### Work request
Reproduce the opening lines of the records exactly, please, stopping after the line that contains "- Up to frame 4".
Provided material Block Start
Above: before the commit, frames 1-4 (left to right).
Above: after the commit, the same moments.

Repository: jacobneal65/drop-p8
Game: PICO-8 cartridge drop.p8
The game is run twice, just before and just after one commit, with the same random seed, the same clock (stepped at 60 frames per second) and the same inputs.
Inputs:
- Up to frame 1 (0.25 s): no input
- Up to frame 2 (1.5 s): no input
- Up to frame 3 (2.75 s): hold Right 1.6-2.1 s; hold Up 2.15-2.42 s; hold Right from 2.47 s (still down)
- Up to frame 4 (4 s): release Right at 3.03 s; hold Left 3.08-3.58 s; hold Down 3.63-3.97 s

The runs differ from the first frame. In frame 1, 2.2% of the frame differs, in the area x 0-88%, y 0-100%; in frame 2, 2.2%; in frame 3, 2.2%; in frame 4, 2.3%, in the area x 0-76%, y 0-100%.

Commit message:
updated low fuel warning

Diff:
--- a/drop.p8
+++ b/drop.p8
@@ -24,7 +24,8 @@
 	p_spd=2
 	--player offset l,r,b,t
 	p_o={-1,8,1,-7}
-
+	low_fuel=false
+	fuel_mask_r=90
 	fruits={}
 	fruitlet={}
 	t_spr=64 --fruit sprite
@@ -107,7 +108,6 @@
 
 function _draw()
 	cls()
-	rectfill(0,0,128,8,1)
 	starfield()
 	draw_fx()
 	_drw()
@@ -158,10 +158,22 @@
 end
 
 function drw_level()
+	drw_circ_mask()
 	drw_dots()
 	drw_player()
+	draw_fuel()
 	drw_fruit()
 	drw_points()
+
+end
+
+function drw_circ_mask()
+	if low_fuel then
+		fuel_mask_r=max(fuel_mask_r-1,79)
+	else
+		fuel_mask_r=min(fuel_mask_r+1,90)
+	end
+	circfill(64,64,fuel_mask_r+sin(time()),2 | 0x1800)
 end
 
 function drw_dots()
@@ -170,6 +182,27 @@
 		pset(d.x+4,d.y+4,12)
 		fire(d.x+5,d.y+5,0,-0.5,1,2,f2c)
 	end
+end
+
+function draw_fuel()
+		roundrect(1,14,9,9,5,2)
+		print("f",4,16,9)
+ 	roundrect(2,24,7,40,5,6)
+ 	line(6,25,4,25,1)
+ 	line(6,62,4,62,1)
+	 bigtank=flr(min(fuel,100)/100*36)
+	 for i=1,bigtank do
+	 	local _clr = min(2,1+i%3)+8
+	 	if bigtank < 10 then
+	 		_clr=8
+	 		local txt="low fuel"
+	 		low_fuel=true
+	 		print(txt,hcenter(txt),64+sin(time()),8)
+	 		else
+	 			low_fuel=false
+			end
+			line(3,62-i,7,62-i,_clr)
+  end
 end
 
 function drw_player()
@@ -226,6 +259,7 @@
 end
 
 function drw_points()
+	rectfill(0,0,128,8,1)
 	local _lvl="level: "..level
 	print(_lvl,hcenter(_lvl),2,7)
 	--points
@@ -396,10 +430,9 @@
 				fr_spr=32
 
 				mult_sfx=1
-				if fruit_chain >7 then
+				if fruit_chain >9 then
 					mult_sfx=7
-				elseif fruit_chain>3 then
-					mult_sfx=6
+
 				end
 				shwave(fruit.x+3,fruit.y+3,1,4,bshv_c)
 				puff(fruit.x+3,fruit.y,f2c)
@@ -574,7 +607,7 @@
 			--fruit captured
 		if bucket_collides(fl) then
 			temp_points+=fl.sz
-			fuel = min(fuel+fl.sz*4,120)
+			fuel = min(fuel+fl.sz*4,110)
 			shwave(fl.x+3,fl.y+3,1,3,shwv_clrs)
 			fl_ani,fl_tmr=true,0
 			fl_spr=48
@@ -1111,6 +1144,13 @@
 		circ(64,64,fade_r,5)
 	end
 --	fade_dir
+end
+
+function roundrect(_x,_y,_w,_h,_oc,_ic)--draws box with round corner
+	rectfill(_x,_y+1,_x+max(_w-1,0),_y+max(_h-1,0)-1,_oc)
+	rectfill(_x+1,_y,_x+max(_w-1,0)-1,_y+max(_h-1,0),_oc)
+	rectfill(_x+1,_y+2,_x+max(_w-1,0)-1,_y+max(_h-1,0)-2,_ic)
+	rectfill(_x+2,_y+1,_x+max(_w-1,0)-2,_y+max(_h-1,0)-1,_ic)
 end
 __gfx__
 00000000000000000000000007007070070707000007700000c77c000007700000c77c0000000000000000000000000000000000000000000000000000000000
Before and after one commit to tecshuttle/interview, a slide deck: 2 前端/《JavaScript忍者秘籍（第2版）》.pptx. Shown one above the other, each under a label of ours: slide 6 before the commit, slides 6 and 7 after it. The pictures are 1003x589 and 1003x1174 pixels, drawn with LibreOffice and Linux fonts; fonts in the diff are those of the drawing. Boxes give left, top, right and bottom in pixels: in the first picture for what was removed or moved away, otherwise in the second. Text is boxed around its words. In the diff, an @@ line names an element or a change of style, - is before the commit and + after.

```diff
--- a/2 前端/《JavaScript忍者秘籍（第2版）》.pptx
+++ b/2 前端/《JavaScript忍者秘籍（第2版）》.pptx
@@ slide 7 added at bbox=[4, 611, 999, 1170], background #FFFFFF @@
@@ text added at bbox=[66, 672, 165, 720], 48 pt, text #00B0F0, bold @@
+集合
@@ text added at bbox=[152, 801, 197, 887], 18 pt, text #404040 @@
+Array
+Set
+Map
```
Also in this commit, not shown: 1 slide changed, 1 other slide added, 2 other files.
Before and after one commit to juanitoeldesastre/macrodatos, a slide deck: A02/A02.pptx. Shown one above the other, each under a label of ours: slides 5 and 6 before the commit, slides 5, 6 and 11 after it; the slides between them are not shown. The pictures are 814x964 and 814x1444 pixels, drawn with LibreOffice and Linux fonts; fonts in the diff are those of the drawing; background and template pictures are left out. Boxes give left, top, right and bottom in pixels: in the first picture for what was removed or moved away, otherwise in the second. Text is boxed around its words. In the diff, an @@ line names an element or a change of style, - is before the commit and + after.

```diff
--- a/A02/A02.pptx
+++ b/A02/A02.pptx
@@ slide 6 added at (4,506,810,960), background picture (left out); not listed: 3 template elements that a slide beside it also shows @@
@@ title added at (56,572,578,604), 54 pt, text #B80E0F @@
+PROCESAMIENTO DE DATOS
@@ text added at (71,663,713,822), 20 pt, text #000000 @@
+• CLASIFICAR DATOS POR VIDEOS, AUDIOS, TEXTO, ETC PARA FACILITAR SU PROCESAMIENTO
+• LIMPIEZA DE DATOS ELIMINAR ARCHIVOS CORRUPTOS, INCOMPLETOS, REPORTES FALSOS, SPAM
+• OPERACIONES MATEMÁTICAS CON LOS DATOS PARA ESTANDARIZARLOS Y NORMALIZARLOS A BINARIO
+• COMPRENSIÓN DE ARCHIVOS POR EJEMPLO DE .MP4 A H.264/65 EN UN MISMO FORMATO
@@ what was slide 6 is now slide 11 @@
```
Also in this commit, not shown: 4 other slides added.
Provided material Block End
### Solution below
Above: before the commit, frames 1-4 (left to right).
Above: after the commit, the same moments.

Repository: jacobneal65/drop-p8
Game: PICO-8 cartridge drop.p8
The game is run twice, just before and just after one commit, with the same random seed, the same clock (stepped at 60 frames per second) and the same inputs.
Inputs:
- Up to frame 1 (0.25 s): no input
- Up to frame 2 (1.5 s): no input
- Up to frame 3 (2.75 s): hold Right 1.6-2.1 s; hold Up 2.15-2.42 s; hold Right from 2.47 s (still down)
- Up to frame 4 (4 s): release Right at 3.03 s; hold Left 3.08-3.58 s; hold Down 3.63-3.97 s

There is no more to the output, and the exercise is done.